To calculate the 3 point moving averages form a list of numbers, follow these steps:

1. Add up the first 3 numbers in the list and divide your answer by 3. Write this answer down as this is your first 3 point moving average.

2. Add up the next 3 numbers in the list and divide your answer by 3. Write this answer down as this is your second 3 point moving average.

3. Keep repeating step 2 until you reach the last 3 numbers.

Make sure you press the equals key when you’ve added the numbers up or you will only divide the last number by 3 (or insert brackets around the sum as shown in the examples below).

Finding the moving averages will help you identify the trend as you will see in the next 2 examples.

Example 1

The temperatures measured in London for the first week in July were as follows:

21⁰C, 24⁰C, 21⁰C, 27⁰C, 30⁰C, 28.5⁰C and 36⁰C

Calculate all of the 3 point moving averages and describe the trend.

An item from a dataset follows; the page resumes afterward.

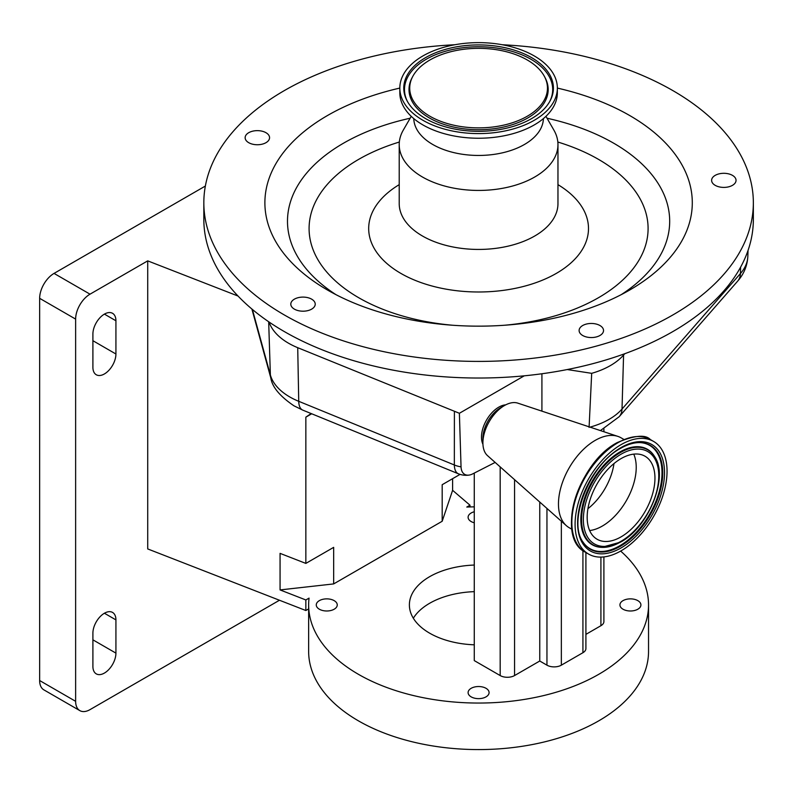 <?xml version="1.0" encoding="UTF-8"?>
<svg xmlns="http://www.w3.org/2000/svg" width="793" height="793" viewBox="0 0 793 793"><rect width="100%" height="100%" fill="white"/><g stroke="black" fill="none" stroke-linecap="round" stroke-linejoin="round"><path stroke-width="1.19" d="M205.367 186.038L54.043 273.407L90.015 294.173A20.35 11.746 120 0 0 75.632 319.103L75.632 701.319A20.35 11.746 120 0 0 79.845 710.627A20.35 11.746 120 0 0 90.015 709.626L279.473 600.242M308.646 608.905L305.85 610.521L147.716 548.934L147.716 260.867L90.015 294.173M147.716 260.867L238.019 296.037M75.632 319.103L39.65 298.327A20.35 11.746 -60 0 1 54.043 273.407M39.65 298.327L39.65 680.543L75.632 701.319M79.845 710.627L43.863 689.86A20.35 11.746 -60 0 1 39.65 680.543M104.408 314.117A16.286 9.397 120 0 0 92.9 334.061L92.9 367.298A16.286 9.397 120 0 0 96.27 374.752A16.286 9.397 120 0 0 108.819 370.39A16.286 9.397 120 0 0 115.927 354.005L115.927 320.769A16.286 9.397 120 0 0 112.556 313.314A16.286 9.397 120 0 0 104.408 314.117L115.927 320.769M104.408 613.237A16.286 9.397 120 0 0 92.9 633.181L92.9 666.417A16.286 9.397 120 0 0 96.27 673.872A16.286 9.397 120 0 0 108.819 669.51A16.286 9.397 120 0 0 115.927 653.125L115.927 619.888A16.286 9.397 120 0 0 112.556 612.434A16.286 9.397 120 0 0 104.408 613.237L115.927 619.888M305.85 610.521L305.85 599.964L309.052 598.12A169.94 98.114 0 0 0 308.646 604.93A169.94 98.114 0 0 0 358.416 674.308A169.94 98.114 0 0 0 543.621 695.58A169.94 98.114 0 0 0 648.535 604.93A169.94 98.114 0 0 0 620.641 551.076M469.991 506.935L469.991 505.2L466.79 507.054A169.94 98.114 0 0 1 474.273 506.846M308.646 604.93L308.646 651.459A169.94 98.114 0 0 0 358.416 720.837A169.94 98.114 0 0 0 543.621 742.109A169.94 98.114 0 0 0 648.535 651.459L648.535 604.93M474.273 511.753A10.487 6.057 0 0 0 468.098 517.274A10.487 6.057 0 0 0 471.171 521.556A10.487 6.057 0 0 0 474.273 522.795M334.18 600.648A10.487 6.057 0 0 0 322.741 599.33A10.487 6.057 0 0 0 316.268 604.93A10.487 6.057 0 0 0 319.341 609.212A10.487 6.057 0 0 0 330.77 610.531A10.487 6.057 0 0 0 337.253 604.93A10.487 6.057 0 0 0 334.18 600.648M486.01 688.304A10.487 6.057 0 0 0 474.571 686.996A10.487 6.057 0 0 0 468.098 692.586A10.487 6.057 0 0 0 471.171 696.869A10.487 6.057 0 0 0 482.6 698.187A10.487 6.057 0 0 0 489.083 692.586A10.487 6.057 0 0 0 486.01 688.304M637.84 600.648A10.487 6.057 0 0 0 626.401 599.33A10.487 6.057 0 0 0 619.928 604.93A10.487 6.057 0 0 0 623.001 609.212A10.487 6.057 0 0 0 634.44 610.531A10.487 6.057 0 0 0 640.913 604.93A10.487 6.057 0 0 0 637.84 600.648M474.273 591.647A69.199 39.947 0 0 0 413.331 618.223M474.273 644.808A69.199 39.947 180 0 1 429.657 633.181A69.199 39.947 180 0 1 409.386 604.93A69.199 39.947 180 0 1 474.273 565.052M305.85 599.964L280.068 589.923L280.068 553.365L305.85 563.407L305.85 417.158L311.134 413.54M305.85 563.407L333.665 547.358L333.665 583.916L280.068 589.923M460.049 474.383L442.187 484.701L442.187 521.259L333.665 583.916M305.85 417.158L311.699 413.777M442.187 521.259L452.605 490.312L452.605 478.685M452.605 490.312L469.991 505.2M474.273 473.104L474.273 660.599L500.175 675.557A10.18 5.878 180 0 0 514.568 675.557L539.755 661.015L539.755 502.038M585.908 552.533L585.908 648.555A10.18 5.878 180 0 1 582.924 652.708L561.345 665.168A10.18 5.878 180 0 1 546.952 665.168L539.755 661.015M603.899 556.904L603.899 621.543A10.18 5.878 180 0 1 600.916 625.707L585.908 634.37M495.149 462.418L472.559 473.956A17.525 10.121 -60 0 1 469.119 475.076A17.525 10.121 -60 0 1 461.04 466.849L459.385 413.282L297.722 347.691A70.993 40.988 180 0 1 269.055 322.008A274.765 158.63 0 0 0 524.262 375.823A274.765 158.63 0 0 0 567.223 369.548A274.765 158.63 0 0 0 624.755 353.718A274.765 158.63 0 0 0 753.35 219.393L753.35 202.78A274.765 158.63 0 0 0 723.404 130.756A274.765 158.63 0 0 0 502.217 44.735M454.964 44.735A274.765 158.63 0 0 0 203.831 202.78L203.831 219.393A274.765 158.63 0 0 0 233.776 291.408A274.765 158.63 0 0 0 269.055 322.008M203.831 202.78A274.765 158.63 0 0 0 233.776 274.794A274.765 158.63 0 0 0 542.729 357.028A274.765 158.63 0 0 0 753.35 202.78M294.381 299.159A12.212 7.048 0 0 0 290.803 304.145A12.212 7.048 0 0 0 298.337 310.658A12.212 7.048 0 0 0 311.649 309.131A12.212 7.048 0 0 0 315.227 304.145A12.212 7.048 0 0 0 307.684 297.633A12.212 7.048 0 0 0 294.381 299.159M262.899 131.41A12.212 7.048 0 0 0 245.136 137.695A12.212 7.048 0 0 0 251.807 143.979A12.212 7.048 0 0 0 269.561 137.695A12.212 7.048 0 0 0 262.899 131.41M725.744 187.317A12.212 7.048 0 0 0 736.043 180.348A12.212 7.048 0 0 0 721.927 173.389A12.212 7.048 0 0 0 711.618 180.348A12.212 7.048 0 0 0 725.744 187.317M580.436 333.704A12.212 7.048 0 0 0 594.165 337.362A12.212 7.048 0 0 0 603.532 330.512A12.212 7.048 0 0 0 602.194 327.311A12.212 7.048 0 0 0 588.465 323.653A12.212 7.048 0 0 0 579.108 330.512A12.212 7.048 0 0 0 580.436 333.704M399.821 88.082A213.704 123.381 0 0 0 288.176 258.786A213.704 123.381 0 0 0 327.479 290.02A213.704 123.381 0 0 0 629.701 290.02A213.704 123.381 0 0 0 669.005 146.764A213.704 123.381 0 0 0 557.35 88.082M411.24 116.343L403.28 130.131A79.379 45.825 0 0 0 399.216 144.613A79.379 45.825 0 0 0 407.87 165.42A79.379 45.825 0 0 0 497.122 189.17A79.379 45.825 0 0 0 557.965 144.613A79.379 45.825 0 0 0 553.901 130.131L545.941 116.343M413.777 118.603A64.828 37.43 0 0 0 420.835 135.018A64.828 37.43 0 0 0 493.236 154.486A64.828 37.43 0 0 0 543.403 118.603M399.821 88.112L399.821 92.771A78.765 45.479 0 0 0 408.415 113.409A78.765 45.479 0 0 0 496.973 136.981A78.765 45.479 0 0 0 557.35 92.771L557.35 88.112A78.765 45.479 0 0 0 548.766 67.464A78.765 45.479 0 0 0 460.198 43.893A78.765 45.479 0 0 0 399.821 88.112A78.765 45.479 0 0 0 408.415 108.76A78.765 45.479 0 0 0 496.973 132.332A78.765 45.479 0 0 0 557.35 88.112M411.924 107.729A74.829 43.199 0 0 0 485.088 131.152A74.829 43.199 0 0 0 550.134 100.77A74.829 43.199 0 0 0 545.257 68.505A74.829 43.199 0 0 0 450.543 48.066A74.829 43.199 0 0 0 407.047 100.77A74.829 43.199 0 0 0 411.924 107.729M539.944 70.062A68.862 39.759 0 0 0 472.608 48.502A68.862 39.759 0 0 0 412.747 76.465A68.862 39.759 0 0 0 417.227 106.163A68.862 39.759 0 0 0 504.407 124.977A68.862 39.759 0 0 0 544.434 76.465A68.862 39.759 0 0 0 539.944 70.062M624.755 353.718L623.576 355.056A70.993 40.988 180 0 1 591.687 373.334L567.223 369.548M524.262 375.823L459.385 413.282M589.09 427.377L591.687 373.334M505.716 404.846A24.424 14.105 120 0 0 498.827 407.126A24.424 14.105 120 0 0 482.947 444.298M541.916 411.141L541.916 373.761M571.882 529.268L569.215 527.732A51.902 29.965 -60 0 1 566.331 525.65L487.536 455.658A30.53 17.624 -60 0 1 482.907 442.9L482.907 438.291A24.89 14.373 -60 0 1 500.502 407.82A24.89 14.373 -60 0 1 500.591 407.771M482.907 442.9A30.53 17.624 -60 0 1 504.497 405.51A30.53 17.624 -60 0 1 504.606 405.451A30.53 17.624 -60 0 1 517.849 403.151L617.876 436.388A51.902 29.965 -60 0 1 621.107 437.835L623.784 439.381M566.331 525.65A51.902 29.965 -60 0 1 562.187 483.234A51.902 29.965 -60 0 1 595.345 440.303A51.902 29.965 -60 0 1 617.876 436.388M620.84 550.966A65.026 37.539 -60 0 1 588.555 554.059A65.026 37.539 -60 0 1 578.632 501.8A65.026 37.539 -60 0 1 621.296 444.516A65.026 37.539 -60 0 1 653.581 441.423A65.026 37.539 -60 0 1 663.503 493.682A65.026 37.539 -60 0 1 620.84 550.966M620.899 536.97A47.927 27.676 -60 0 1 597.099 539.25A47.927 27.676 -60 0 1 589.784 500.74A47.927 27.676 -60 0 1 621.236 458.513A47.927 27.676 -60 0 1 645.026 456.233A47.927 27.676 -60 0 1 652.342 494.753A47.927 27.676 -60 0 1 620.899 536.97M92.9 639.832L115.927 653.125M92.9 340.703L115.927 354.005M500.175 466.889L500.175 675.557M514.568 479.666L514.568 675.557M546.952 508.432L546.952 665.168M561.345 521.219L561.345 665.168M600.916 557.102L600.916 625.707M582.924 550.6L582.924 652.708M252.382 309.439L270.373 374.95A69.249 39.977 0 0 0 289.802 396.966A69.249 39.977 0 0 0 298.733 401.308L297.722 347.691M268.678 321.75L270.373 374.95A20.35 16.415 164.6 0 0 270.839 378.063C272.217 387.053 279.949 396.312 294.015 405.847L302.787 410.13L458.394 473.788A20.35 9.605 -67.8 0 1 454.339 464.976L454.399 411.785M621.266 294.629A191.093 110.326 0 0 0 648.862 171.149A191.093 110.326 0 0 0 547.031 118.226M410.15 118.226A191.093 110.326 0 0 0 308.318 271.325A191.093 110.326 0 0 0 335.915 294.629M504.705 325.229A169.514 97.866 0 0 0 629.622 184.105A169.514 97.866 0 0 0 557.836 142.026M399.345 142.026A169.514 97.866 0 0 0 327.559 272.961A169.514 97.866 0 0 0 452.476 325.229M399.216 184.65A109.9 63.45 0 0 0 380.66 257.338A109.9 63.45 0 0 0 528.485 285.074A109.9 63.45 0 0 0 576.511 199.727A109.9 63.45 0 0 0 557.965 184.65M399.216 144.613L399.216 203.613A79.379 45.825 0 0 0 407.87 224.409A79.379 45.825 0 0 0 497.122 248.169A79.379 45.825 0 0 0 557.965 203.613L557.965 144.613M549.777 101.415A74.106 42.782 0 0 0 544.613 70.121A74.106 42.782 0 0 0 451.356 49.751A74.106 42.782 0 0 0 407.404 101.415M412.747 76.465L412.053 77.773A69.586 40.175 0 0 0 416.583 107.779A69.586 40.175 0 0 0 504.675 126.791A69.586 40.175 0 0 0 545.128 77.773L544.434 76.465M590.002 427.13A69.249 39.977 0 0 0 622.019 409.049L740.434 273.555L740.612 267.132M600.42 430.589L619.184 416.712A20.35 14.839 -138.8 0 0 622.019 409.049L623.576 355.056M619.184 416.712L737.589 281.228A20.35 14.839 -138.8 0 0 740.434 273.555A69.249 39.977 0 0 0 747.839 256.288L748.027 250.469M302.787 410.13A20.35 9.605 112.2 0 1 298.733 401.308L454.339 464.976A20.35 12.291 -179.9 0 0 461.04 466.849M573.319 534.869A63.955 36.924 -60 0 1 616.984 442.91M588.555 554.059L585.333 552.196A65.026 37.539 -60 0 1 575.401 499.937A65.026 37.539 -60 0 1 618.074 442.653A65.026 37.539 -60 0 1 650.359 439.57L653.581 441.423M620.85 548.052A61.467 35.487 -60 0 1 577.601 522.587A61.467 35.487 -60 0 1 621.276 447.43A61.467 35.487 -60 0 1 664.524 472.896A61.467 35.487 -60 0 1 620.85 548.052M620.146 546.407A59.961 34.614 -60 0 1 582.905 541.906C567.401 521.001 590.032 464.064 620.939 448.184C627.868 444.268 634.301 442.415 640.238 442.613A59.961 34.614 -60 0 1 661.471 485.544A59.961 34.614 -60 0 1 620.146 546.407M639.921 442.603A59.653 34.436 -60 0 1 660.688 485.524A59.653 34.436 -60 0 1 619.62 545.852A59.653 34.436 -60 0 1 582.746 541.649M621.187 447.906A59.961 34.614 -60 0 1 640.238 442.613M601.857 547.358A55.133 31.839 -60 0 1 601.54 547.348A55.133 31.839 -60 0 1 582.022 507.867A55.133 31.839 -60 0 1 620.017 451.901A55.133 31.839 -60 0 1 654.265 456.034A55.133 31.839 -60 0 1 654.433 456.302M621.871 540.806A55.133 31.839 -60 0 1 619.64 542.154M620.166 542.214A54.826 31.661 -60 0 1 602.174 547.368A54.826 31.661 -60 0 1 582.756 508.115A54.826 31.661 -60 0 1 620.542 452.456A54.826 31.661 -60 0 1 654.602 456.57L654.265 456.034M620.879 541.391A53.329 30.788 -60 0 1 583.361 519.296A53.329 30.788 -60 0 1 621.256 454.092A53.329 30.788 -60 0 1 658.775 476.187A53.329 30.788 -60 0 1 620.879 541.391M633.756 454.121A47.927 27.676 -60 0 1 602.165 526.155A47.927 27.676 -60 0 1 589.645 530.547M613.98 463.568A45.34 26.179 -60 0 1 587.92 508.69M603.899 428.795L603.899 431.739M737.589 281.228C743.923 274.061 747.343 265.744 747.839 256.288M251.887 309.022L270.839 378.063M458.394 473.788A20.35 20.35 0 0 0 469.119 475.076M500.502 407.82L504.497 405.51M585.333 552.196C555.15 537.694 578.028 462.765 617.251 442.573C634.499 435.317 645.532 434.316 650.359 439.57M654.602 456.57C669.104 476.989 648.624 527.375 620.532 542.134L601.54 547.348"/></g></svg>

1^st 3 point moving average:

(21 + 24 + 21) ÷ 3 = 22⁰C

The 2^nd 3 point moving average is:

(24 + 21 + 27) ÷ 3 = 24⁰C

The 3^rd 3 point moving average is:

(21 + 27 + 30) ÷ 3 = 26⁰C

The 4^th 3 point moving average is:

(27 + 30 + 28.5) ÷ 3 = 28.5⁰C

The 5^th 3 point moving average is:

(30 + 28.5 + 36) ÷ 3 = 31.5⁰C

So the 3 point moving averages are:

22, 24, 26, 28.5 and 31.5

Since these moving averages are increasing then the general trend is that the temperatures are rising through the week.

Example 2

A shop records it’s sales figures for the first 6 months of the year:

January = £936

February = £939

March = £903

April = £870

May = £882

June = £810

Calculate all of the 3 point moving averages and describe the trend:

1^st 3 point moving average:

(936 + 939 + 903) ÷ 3 = £926

The 2^nd 3 point moving average is:

(939 + 903 + 870) ÷ 3 = £904

The 3^rd 3 point moving average is:

(903 + 870 + 882) ÷ 3 = £885

The 4^th 3 point moving average is:

(870 + 882 + 810) ÷ 3 = £854

So the 3 point moving averages are £926, £904, £885 and £854. Since the moving averages are decreasing then the sales figures are going down as the months go by.